Por A. M. Galopim de Carvalho
Impressionismo, Fauvismo, Futurismo, Cubismo, Neoplasticismo, Simbolismo, Expressionismo, Suprematismo, Dadaísmo, Surrealismo, Raionismo, Construtivismo, Realismo, Modernismo e outros “ismos” são nomes que os historiadores e os críticos de arte criaram e “tratam por tu”, que “assustam” os muitos que nada sabem deste domínio da criatividade humana (e a Escola nada nos ensinou nestas matérias), mas que podem ser perfeitamente explicados por palavras que todos entendem.
Todos eles designam movimentos artísticos onde, de modo menos ou mais subjectivo se têm “arrumado” as obras de um sem número de artistas. Todos eles saíram de um movimento mais abrangente, conhecido por Modernismo, afirmado no 3º quartel do século XIX e bem desenvolvido na primeira metade do século XX, numa atitude intelectual de oposição e recusa face aos padrões antigos e que fez escola não só nas artes plásticas, como na literatura, no teatro, na música e na dança,
Comecemos então pelo Impressionismo, tido como a primeira revolução nas artes plásticas desde a Renascença. Nascido em Paris, em 1872, com a apresentação de um quadro a óleo de Claude Monet, cujo título, “Impression, soleil levant”, deu o nome a este importante movimento com expressão significativa no terceiro quartel de século XIX e primeiro do XX.
A recusa à tradição que transparece no Impressionismo faz dele um dos primeiros movimentos (correntes, escolas ou estilos) a incluir no âmbito do Modernismo. De início mais interessados no trabalho realizado ao ar livre, do que nos “ateliers”, os impressionistas pioneiros defendiam que o que era dominante na percepção dos objectos era a luz que reflectiam, demonstrando nos seus trabalhos que a cor mudava em função das horas do dia e do estado do tempo.
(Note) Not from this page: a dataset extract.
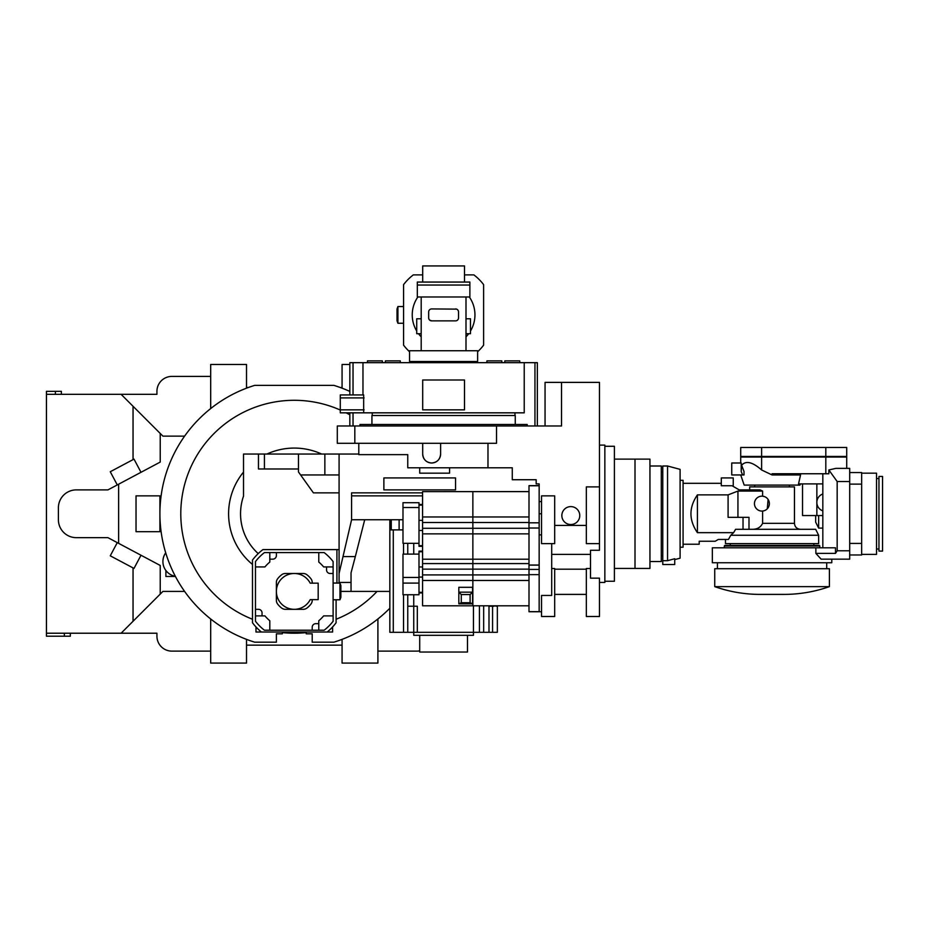 <?xml version="1.0" encoding="UTF-8"?>
<svg xmlns="http://www.w3.org/2000/svg" width="929" height="929" viewBox="0 0 929 929"><rect width="100%" height="100%" fill="white"/><g stroke="black" fill="none" stroke-linecap="round" stroke-linejoin="round"><path stroke-width="1.39" d="M306.233 632.614A119.446 119.446 0 0 1 282.346 632.614M70.337 633.218L70.337 636.202L46.45 636.202L46.45 391.341L61.384 391.341L61.384 394.326M210.686 376.408L171.865 376.408A14.934 14.934 0 0 0 156.931 391.341L156.931 394.326L46.45 394.326M247.985 387.625A17.918 17.918 0 0 1 246.522 387.126M342.069 387.126A17.918 17.918 0 0 1 340.606 387.625M419.711 650.823A14.934 14.934 0 0 1 416.726 651.124L377.906 651.124M210.686 651.124L171.865 651.124A14.934 14.934 0 0 1 156.931 636.202L156.931 633.218L46.45 633.218M133.044 567.921L133.044 621.269L121.107 633.218M117.275 484.915L110.261 471.735L133.997 459.112L140.999 472.304L107.938 489.885L76.306 489.885A17.918 17.918 0 0 0 58.399 507.803L58.399 519.741A17.918 17.918 0 0 0 76.306 537.659L107.938 537.659L117.275 542.629L110.261 555.809L133.997 568.42L140.999 555.24L160.229 565.459L160.229 594.084L162.912 591.413L184.616 591.413M121.107 394.326L133.044 406.275L133.044 459.623M184.616 436.131L162.912 436.131L133.044 406.275M133.044 621.269L160.229 594.084M140.999 555.24L117.275 542.629M140.999 472.304L160.229 462.073L160.229 433.448M342.069 645.156L246.522 645.156M118.633 484.195L118.633 543.349M165.896 570.511L165.896 576.479L175.453 576.479M159.916 531.69L159.916 495.854L136.029 495.854L136.029 531.69L159.916 531.69M377.046 591.413A113.466 113.466 0 0 1 336.101 619.26M252.491 619.26A113.466 113.466 0 0 1 294.296 400.294A113.466 113.466 0 0 1 340.281 410.037M358.791 454.049L339.085 454.049L339.085 573.46L351.592 519.741L351.592 492.869L422.579 492.869M252.491 564.449A65.692 65.692 0 0 1 243.526 472.071M266.925 454.049A65.692 65.692 0 0 1 321.666 454.049M339.085 454.049L243.526 454.049L243.526 496.109A53.754 53.754 0 0 0 258.216 553.603M306.233 632.022L306.233 633.81L312.214 633.81L312.214 642.171L333.906 642.171A134.368 134.368 0 0 0 389.843 608.24M282.346 632.022L282.346 633.81L276.377 633.81L276.377 642.171L254.674 642.171A134.368 134.368 0 0 1 254.674 385.372L333.906 385.372A134.368 134.368 0 0 1 349.838 391.411M377.906 618.958L377.906 663.074L342.069 663.074L342.069 639.361M342.069 388.183L342.069 364.47L349.838 364.47M210.686 408.574L210.686 364.47L246.522 364.47L246.522 388.183M175.337 576.27A14.934 14.934 0 0 1 165.722 552.825M246.522 639.361L246.522 663.074L210.686 663.074L210.686 618.958M346.145 412.836A113.466 113.466 0 0 1 349.838 414.822M389.843 591.413L340.873 591.413M258.459 454.049L258.459 468.982L264.428 468.982L264.428 454.049M264.428 468.982L298.476 468.982M298.476 454.049L298.476 471.967L300.613 474.951L324.86 474.951L324.86 454.049M339.085 474.951L324.86 474.951M339.085 582.448L339.085 573.46L339.085 582.448L351.034 582.448L351.034 591.413M351.592 519.741L402.989 519.741M343.184 556.587L355.331 556.587L351.034 572.856L351.034 582.448M336.101 599.774L336.101 622.767A52.256 52.256 0 0 1 327.182 632.022L255.986 632.022L255.986 626.947M336.913 583.052L336.913 549.608L339.085 549.608M339.085 492.869L313.41 492.869L300.613 474.951M261.409 632.022A52.256 52.256 0 0 1 252.491 622.767L252.491 560.059A52.256 52.256 0 0 1 262.942 549.608L336.913 549.608M364.714 519.741L355.331 556.587M383.874 477.936L455.547 477.936L455.547 489.885L383.874 489.885L383.874 477.936M351.592 495.854L422.579 495.854M332.605 626.947L332.605 632.022L327.182 632.022M413.742 594.746L413.742 606.219L417.318 606.219L417.318 632.312L413.742 632.312L413.742 635.308L473.453 635.308L473.453 605.813M419.711 635.308L419.711 652.03L467.484 652.03L467.484 635.308M389.843 519.741L389.843 529.89L402.989 529.89M413.742 543.337L413.742 554.114M417.318 632.312L479.434 632.312L479.434 605.813M407.761 594.746L407.761 606.219L413.742 606.219L413.742 632.312L389.843 632.312L389.843 529.89M497.352 605.813L497.352 632.312L479.434 632.312M407.761 554.114L407.761 543.337M393.292 529.89L393.292 632.312M497.352 606.219L493.903 605.813M488.991 632.312L488.991 606.219L493.903 606.219M483.661 632.312L483.661 605.813M407.761 606.219L407.761 632.312M403.534 543.337L403.534 554.114M403.534 594.746L403.534 632.312M318.775 620.758A38.217 38.217 0 0 0 323.64 615.892L333.116 615.892L333.116 621.257A48.97 48.97 0 0 1 324.151 630.222L318.775 630.222L318.775 620.758A38.217 38.217 0 0 0 323.64 615.892M269.805 562.057A38.217 38.217 0 0 0 264.951 566.922L255.475 566.922L255.475 561.557A48.97 48.97 0 0 1 264.44 552.592L269.805 552.592L269.805 562.057A38.217 38.217 0 0 0 264.951 566.922M264.951 615.892A38.217 38.217 0 0 0 269.805 620.758L269.805 630.222L264.44 630.222A48.97 48.97 0 0 1 255.475 621.257L255.475 615.892L264.951 615.892A38.217 38.217 0 0 0 269.805 620.758M324.151 552.592A48.97 48.97 0 0 1 333.116 561.557L333.116 566.922L323.64 566.922A38.217 38.217 0 0 0 318.775 562.057L318.775 552.592L324.151 552.592M333.116 615.892L333.116 566.922M269.805 630.222L318.775 630.222M255.475 566.922L255.475 615.892M318.775 552.592L269.805 552.592M276.377 552.592L276.377 555.577A3.588 3.588 0 0 1 272.789 559.153L269.805 559.153M255.475 609.319L258.459 609.319A3.588 3.588 0 0 1 262.048 612.908L262.048 615.892M312.214 630.222L312.214 627.238A3.588 3.588 0 0 1 315.79 623.661L318.775 623.661M333.116 573.495L330.132 573.495A3.588 3.588 0 0 1 326.543 569.907L326.543 566.922M333.116 599.774L339.979 599.774L339.979 583.052L333.116 583.052M312.214 599.646L312.214 600.366A5.969 5.969 0 0 1 311.018 603.955A20.902 20.902 0 0 1 306.837 608.135A5.969 5.969 0 0 1 303.249 609.319L285.331 609.319A5.969 5.969 0 0 1 281.754 608.135A20.902 20.902 0 0 1 277.574 603.955A5.969 5.969 0 0 1 276.377 600.366L276.377 582.448A5.969 5.969 0 0 1 277.574 578.872A20.902 20.902 0 0 1 281.754 574.691A5.969 5.969 0 0 1 285.331 573.495L303.249 573.495A5.969 5.969 0 0 1 306.837 574.691A20.902 20.902 0 0 1 311.018 578.872A5.969 5.969 0 0 1 312.214 582.448L312.214 583.168M339.979 583.052L340.873 585.514L340.873 597.312L339.979 599.774M310.205 599.646A17.918 17.918 0 0 1 282.985 605.302A17.918 17.918 0 0 1 282.985 577.513A17.918 17.918 0 0 1 310.205 583.168L318.182 583.168L318.182 599.646L310.205 599.646M349.838 394.93L349.838 362.67L524.223 362.67L524.223 412.836L340.281 412.836L340.281 394.93L363.657 394.93L363.657 412.836M362.972 362.67L362.972 394.93L340.281 394.93M349.838 412.836L349.838 425.981M524.223 362.67L537.357 362.67L537.357 425.981M501.823 362.67L501.823 360.882L486.901 360.882L486.901 362.67M400.294 362.67L400.294 360.882L385.372 360.882L385.372 362.67M476.449 362.67L476.449 361.486M410.746 362.67L410.746 361.486M382.388 362.67L382.388 360.882L367.454 360.882L367.454 362.67M519.741 362.67L519.741 360.882L504.807 360.882L504.807 362.67M422.695 409.852L422.695 379.996L464.5 379.996L464.5 409.852L422.695 409.852M449.566 467.786L449.566 473.163L419.711 473.163L419.711 467.786M403.581 323.257L397.914 323.257L397.914 306.535L403.581 306.535M397.914 306.535L397.02 308.997L397.02 320.795L397.914 323.257M421.197 336.844A31.354 31.354 0 0 1 418.514 333.708M416.726 331.049A31.354 31.354 0 0 1 417.864 296.978M469.331 296.978A31.354 31.354 0 0 1 470.469 331.049M468.68 333.708A31.354 31.354 0 0 1 465.998 336.844M455.547 308.927A2.984 2.984 0 0 1 458.531 311.912L458.531 317.881A2.984 2.984 0 0 1 455.547 320.865L431.648 320.865A2.984 2.984 0 0 1 428.664 317.881L428.664 311.912A2.984 2.984 0 0 1 431.648 308.927L456.615 309.125M457.939 310.135L458.45 311.261M458.531 317.881L458.461 318.531M409.561 361.486L477.634 361.486L477.634 350.732L409.561 350.732L409.561 361.486M421.197 318.775L416.726 318.775L416.726 333.708L421.197 333.708M465.998 333.708L470.469 333.708L470.469 318.775L465.998 318.775M417.318 296.978L469.877 296.978L469.877 285.04L417.318 285.04L469.877 285.04L469.877 282.056L417.318 282.056L417.318 296.978M431.648 320.865L429.639 320.087M429.256 319.657L428.745 318.542M428.664 311.912L428.733 311.261M477.634 351.743A50.166 50.166 0 0 0 483.614 345.158L483.614 284.634A50.166 50.166 0 0 0 473.86 274.879L464.5 274.879M422.695 274.879L413.335 274.879A50.166 50.166 0 0 0 403.581 284.634L403.581 345.158A50.166 50.166 0 0 0 409.561 351.743M464.5 282.056L464.5 265.926L422.695 265.926L422.695 282.056M570.801 506.607A8.953 8.953 0 0 1 579.766 515.56A8.953 8.953 0 0 1 570.801 524.525A8.953 8.953 0 0 1 561.848 515.56A8.953 8.953 0 0 1 570.801 506.607M599.472 582.448L604.849 582.448L604.849 445.096L599.472 445.096M590.507 568.502L586.327 568.502L586.327 616.496L599.472 616.496L599.472 578.163L590.507 578.163L590.507 550.27L599.472 550.27L599.472 543.628L586.327 543.628L586.327 486.901L599.472 486.901L599.472 382.388L561.534 382.388L561.534 425.981L496.539 425.981L496.539 443.296L337.297 443.296L337.297 425.981L354.82 425.981L354.82 443.296M440.613 443.296L440.613 454.049C440.067 459.495 437.083 462.479 431.648 463.002C426.237 462.514 423.252 459.518 422.695 454.049L422.695 443.296M440.613 454.049A8.953 8.953 0 0 1 431.648 463.002A8.953 8.953 0 0 1 422.695 454.049M487.98 443.296L487.98 467.786L512.274 467.786L512.274 479.724L536.161 479.724L536.161 483.904L539.157 483.904L539.157 611.746L541.537 611.746M541.537 534.883L539.157 534.883M551.698 568.502L554.683 568.502L554.683 616.496L541.537 616.496L541.537 595.454L551.698 595.454L551.698 543.628M541.537 513.772L539.157 513.772M541.537 501.579L539.157 501.579M599.472 486.901L599.472 543.628M541.537 495.854L541.537 543.628L554.683 543.628L554.683 495.854L541.537 495.854M358.791 443.296L358.791 454.641L407.761 454.641L407.761 467.786L487.98 467.786M496.539 425.981L354.82 425.981M545.056 425.981L545.056 382.388L561.534 382.388M551.698 554.381L590.507 554.381M554.683 569.198L586.327 569.198M614.406 459.123L635.006 459.123L635.006 568.42L649.94 568.42L649.94 459.123L635.006 459.123L635.006 568.42L614.406 568.42M604.849 446.28L614.406 446.28L614.406 581.252L604.849 581.252M649.94 561.546L661.285 561.546L661.285 465.998L649.94 465.998M662.772 471.967L661.285 471.967M662.772 555.577L661.285 555.577M528.996 574.912L472.861 574.912L472.861 569.14L422.579 569.14L422.579 574.912L472.861 574.912L472.861 580.474L422.579 580.474L422.579 605.813L472.861 605.813L472.861 580.474L528.996 580.474L528.996 605.813L472.861 605.813L472.861 533.861L528.996 533.861L528.996 559.2L472.861 559.2L472.861 491.627L422.579 491.627L528.996 491.58M528.996 522.528L422.579 522.528L422.579 528.299L472.861 528.299L472.861 516.965L422.579 516.965L422.579 491.627M422.579 522.528L422.579 516.965M528.996 528.299L472.861 528.299L472.861 533.861L422.579 533.861L422.579 528.299M422.579 569.14L422.579 563.578L472.861 563.578L472.861 559.2L422.579 559.2L422.579 533.861M422.579 520.356L418.991 520.356L418.991 530.471L422.579 530.471M418.991 520.356L418.991 505.132L422.579 505.132M418.991 543.337L402.989 543.337L402.989 502.694L418.991 502.694L418.991 505.132M422.579 545.695L418.991 545.695L418.991 546.322L422.579 546.322M418.991 545.695L418.991 530.471M539.157 485.646L528.996 485.646L528.996 611.746L539.157 611.746M528.996 485.786L539.157 485.786M539.157 565.041L528.996 565.041M539.157 528.02L528.996 528.02M539.157 522.818L528.996 522.818M472.861 516.965L472.861 491.627L528.996 491.627L528.996 516.965L472.861 516.965M422.579 580.474L422.579 574.912M472.559 587.314L458.821 587.314L458.821 603.827L472.559 603.827L472.559 587.314M422.579 563.578L422.579 559.2M470.097 594.548L472.559 592.168L458.821 592.168L461.283 594.548L470.097 594.548L470.097 602.724L472.559 603.827M422.579 592.307L418.991 592.307M418.991 583.087L402.989 583.087L402.989 594.746L418.991 594.746L418.991 577.083L422.579 577.083M422.579 566.969L418.991 566.969L418.991 577.083M418.991 566.969L418.991 551.745L422.579 551.745M422.579 551.129L418.991 551.129L418.991 551.745M470.097 602.724L461.283 602.724L458.821 603.827M461.283 602.724L461.283 594.548M418.991 554.114L402.989 554.114L402.989 577.443L418.991 577.443M402.989 583.087L402.989 577.443M539.157 611.654L528.996 611.654M539.157 574.633L528.996 574.633M539.157 569.431L528.996 569.431M528.996 569.14L472.861 569.14L472.861 563.578L528.996 563.578M418.991 502.694L402.989 502.694M515.258 424.483L515.258 415.53L371.937 415.53L371.937 424.483M527.207 425.981L527.207 424.483L359.987 424.483L359.987 425.981M667.556 560.698L667.556 465.998L662.772 465.998L662.772 560.698L667.556 560.698L674.721 558.735L674.721 564.53L662.772 564.53L662.772 560.698M667.556 465.998L680.098 469.366L680.098 558.166L674.721 559.618M680.098 480.328L683.082 480.328L683.082 547.216L680.098 547.216M728.452 539.447L730.775 535.267L733.596 532.665L730.775 535.267L728.452 539.447L718.314 539.447L715.214 541.247L699.2 541.247L699.2 544.231L683.082 544.231M721.299 483.312L683.082 483.312M697.412 532.665L697.412 494.878C688.795 507.466 688.795 520.066 697.412 532.665L733.596 532.665L735.594 529.298L815.662 529.298L818.646 535.267L818.646 543.628L725.479 543.628L725.479 539.447M749.668 489.885L749.668 486.901L794.458 486.901L794.458 523.329C794.818 526.952 796.803 528.949 800.438 529.298M752.258 529.298C757.135 529.379 760.584 527.393 762.616 523.329L762.616 511.055L763.812 510.834M765.403 510.218L765.984 509.87M767.296 508.79L768.097 499.442M761.908 496.156A7.467 7.467 0 0 1 769.375 503.623A7.467 7.467 0 0 1 761.908 511.078A7.467 7.467 0 0 1 754.453 503.623A7.467 7.467 0 0 1 761.908 496.156M697.412 494.878L728.092 494.878L737.94 491.069L762.616 491.069L762.616 496.191L764.521 496.62M762.616 491.069L760.038 489.885L739.217 489.885L732.064 485.751L721.299 485.751L721.299 477.936L733.248 477.936L733.248 486.436M818.646 535.267L730.775 535.267M737.94 491.069L737.94 517.348M728.092 494.878L728.092 517.348L748.995 517.348L748.995 529.298M743.026 517.348L743.026 529.298M800.368 483.904L799.962 485.101L744.175 485.101L740.715 474.951M744.001 474.8L744.001 473.662M822.827 510.869A8.953 8.953 0 0 1 822.827 493.973M741.621 465.266L744.001 471.433L744.001 474.951L731.75 474.951L731.75 463.002L741.203 463.002L741.203 471.479L741.621 465.266C745.859 460.389 752.525 461.957 761.617 469.981L772.069 474.951L772.069 473.755L828.854 473.755L828.854 469.958L837.168 481.524L837.168 550.781L835.496 553.394L835.496 547.808L712.346 547.808L712.346 562.742L831.792 562.742L831.792 559.153M815.859 547.808L815.859 553.394L821.131 559.153L849.698 559.153L849.698 468.379L835.845 468.379L828.854 469.958M846.714 468.379L846.714 457.033L740.715 457.033L740.715 463.002M822.827 483.904L798.522 483.904L800.554 474.951L772.069 474.951M742.573 474.951L741.203 471.479M800.554 474.951L800.554 473.755M837.168 481.524L849.698 481.524M822.827 547.808L822.827 473.755M837.168 550.781L849.698 550.781M815.859 553.394L835.496 553.394M822.827 515.56L816.858 515.56L816.858 483.904M818.646 515.56L818.646 528.102L822.827 528.102M802.528 483.904L802.528 515.56L816.858 515.56M815.662 515.56L815.662 522.133L818.646 528.102M861.647 554.381L876.523 554.381L876.523 473.163L861.647 473.163M878.962 478.54L876.523 478.54M878.962 549.004L876.523 549.004M882.55 551.094L882.55 476.449L878.962 476.449L878.962 551.094L882.55 551.094M849.698 472.559L861.647 472.559L861.647 484.125L849.698 484.125M849.698 543.419L861.647 543.419L861.647 554.973L849.698 554.973M861.647 543.419L861.647 484.125M740.715 447.476L846.714 447.476L846.714 456.441L740.715 456.441L846.714 456.441L846.714 457.033L740.715 457.033L740.715 447.476M724.353 546.02L724.69 545.428L819.436 545.428L819.784 546.02L724.353 546.02L724.353 547.808M829.4 586.629L714.738 586.629A136.551 136.551 0 0 0 760.119 594.397L784.006 594.397A136.551 136.551 0 0 0 829.4 586.629L829.4 568.711L714.738 568.711L714.738 586.629M64.368 633.218L64.368 636.202M55.403 391.341L55.403 394.326M402.977 519.741L402.977 529.89M399.11 519.741L399.11 529.89M391.272 519.741L391.272 529.89M492.567 606.219L492.567 632.312M353.032 425.981L353.032 412.836M353.032 394.93L353.032 362.67M534.953 362.67L534.953 425.981M364.098 409.852L340.281 409.852M364.098 397.914L340.281 397.914M554.683 525.419L586.327 525.419M762.616 523.329L794.458 523.329M761.617 469.981L761.617 447.476M825.811 473.755L825.811 447.476M465.998 296.978L465.998 350.732M421.197 296.978L421.197 350.732M554.683 594.397L586.327 594.397M418.991 504.517L422.579 504.517M402.989 507.501L418.991 507.501M528.996 485.704L539.157 485.704M528.996 565.134L539.157 565.134M418.991 592.934L422.579 592.934M418.991 504.459L422.579 504.459M514.968 415.53L514.968 412.836M372.227 415.53L372.227 412.836M754.743 486.901L754.743 485.101M789.383 486.901L789.383 485.101M717.42 562.742L717.42 568.711M730.264 543.628L730.264 545.428M826.705 562.742L826.705 568.711M819.784 546.02L819.784 547.808M813.874 543.628L813.874 545.428"/></g></svg>

Virando costas à estética própria do Academismo e às temáticas ditas nobres, também se distanciaram do Realismo, rejeitando a reprodução fotográfica ou fiel da realidade, figuravam sem contornos precisos, dando primazia aos contrastes de luz e cores. Para eles, o que se lhes deparava à vista, o objecto, a paisagem, a pessoa, era motivo para conceber e realizar obra de arte.
Entre os impressionistas pioneiros destacaram-se os franceses Claude Monet (1840-1926), Edouard Manet (1832-1883), Pierre-August Renoir (1941-1919), Paul Cézanne (1839-1906), Edgar Degas (1834-1917) e Paul Gauguin (1848-1903), Camille Pissarro ( 1830-1903), demasiado conhecidos
Este importante movimento teve reflexos na europa e nas américas, nomeadamente, nos EUA, onde floresceu, e no Brasil, valendo a pena recordar Eliseu Visconti (1866-1944) e a sua magnífica obra "Moça no Trigal" (1916)

Em Portugal aproximaram-se do respectivo estilo, José Malhoa (1857-1933), Henrique Pousão (1859-1884) e Aurélia de Souza (1866-1922.)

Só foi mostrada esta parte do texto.